Черно-красная книга вокруг (Лавров) - страница 32

А Надя и рада — нянчится, играет, как и раньше в дочки-матери, только уже по-настоящему. Своих кукол сразу забросила. Вот спят близнецы, Маша с Сашей, чуть расслабишься, сядешь отдохнуть после тазика с пеленками, проснется кто-нибудь один, закричит, конечно, благим матом и другого обязательно разбудит; одного в одну руку, другого — в другую, и качай. Мать прибежит, поможет и усылает потом на кухню: «Иди, Наденька, уроки делай. В ученье твое спасение». А Надя — ничего, даже не устала, только с виду исхудала, заострилась всеми своими девичьими местами. И учеба давалась ей легко — шла на золотую медаль, да в последнем классе за автовождение получила единственную четверку в аттестат. Плохой из нее был водитель грузовика. Зато радовалась, искренне радовалась за любимую свою подружку — той тоже светила медаль, и засветила-таки.

И открылись перед ними, юными, красивыми, все дороги. Куда дальше пойти учиться? Надя так для себя и не могла решить. Хотелось ей по-прежнему возиться с детьми, сколько бы их ни было, хотелось ей стать мамой. Чего уж проще? Да останавливала с детства внушенная родителями мысль, что просто только кошки рожают, что должно быть какое-то чувство ответственности перед своим ребенком и прежде, чем родить, нужно самой вырасти, поумнеть, научиться жить. Потому Надя и решила поступить в Воронежский педагогический институт.
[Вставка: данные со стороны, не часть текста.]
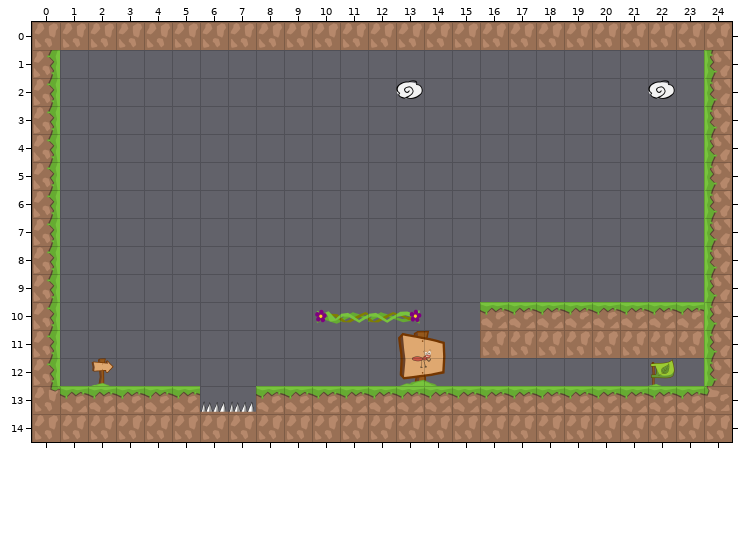
Tiled map -- android/assets/levels/ins_level_4.tmx. The picture above is the old version.
Cells are 128x128 px. Shown: x 0..24, y 0..14.
After:
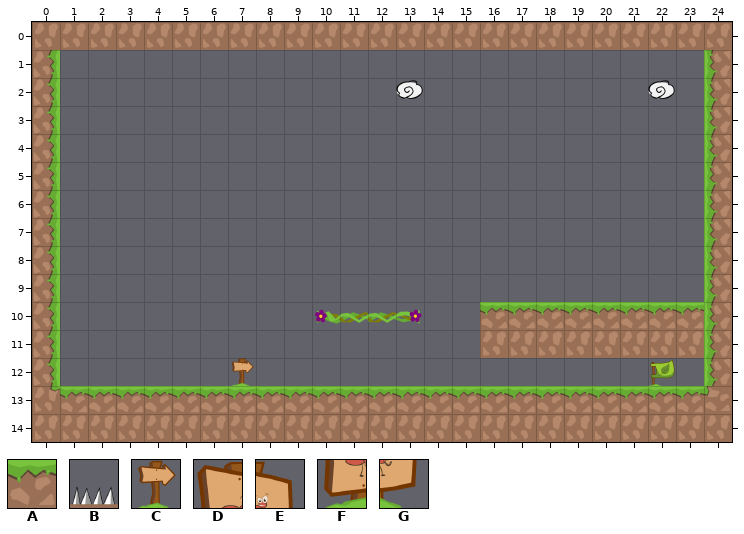
Key: from "tiles_128x128": A 12, B 16, C 18; from "tiles_tips_128x128": D 0, E 1, F 6, G 7.
_ is an empty cell.
Changes in this commit:
Layer "graphics":
Tile A replaces tile B in row 13 at x 6 to 7.
Tile C is added in row 12 at x 7.
Tile C is gone in row 12 at x 2.
Tile D is gone in row 11 at x 13.
Tile E is gone in row 11 at x 14.
Tile F is gone in row 12 at x 13.
Tile G is gone in row 12 at x 14.

Но тут, откуда ни возьмись, прибежала та самая любимая подружка, которую Надя любила из-за того, что тоже ее воспитывала, как Машу с Сашей, сама того не замечая. И подружка не замечала, не думала, что бежит плакаться не к подруге-одногодку, а к своей воспитательнице. Прибежала, закричала: «Что делать, Надюха?» Ее парень, по которому она беспричинно, как Наде казалось, сохла, уезжает после школы поступать в военное училище в далекий Ленинград. И подружка решилась: за ним! «Но боюсь, боюсь одна, — причитала эта новая возлюбленная декабриста. — Поехали со мной, Надюха, а?» Ну что ответить? Не оставлять же ее неразумную одну. Надя сказала родителям, что уезжает. Мама вспылила: «А если подружка в колодец прыгнет — и ты за ней? Что, вам в Воронеже институтов мало?» — но потом взглянула на младшеньких своих, на близнецов. Тем уже по три года было, и с ними уже легче стало. Взглянула и остыла — поняла, что старшая дочь убежать от этой своей обузы хочет, и не вправе она, мать, свою дочь неволить. Была надежда, что не поступит дочка, срежется на каком-нибудь трудном столичном экзамене и назад вернется. Пусть тогда эта пигалица, подружка ее ненаглядная, сама там, в холоде, в голоде, да вдали от родного дома поживет. А вышло все по-другому.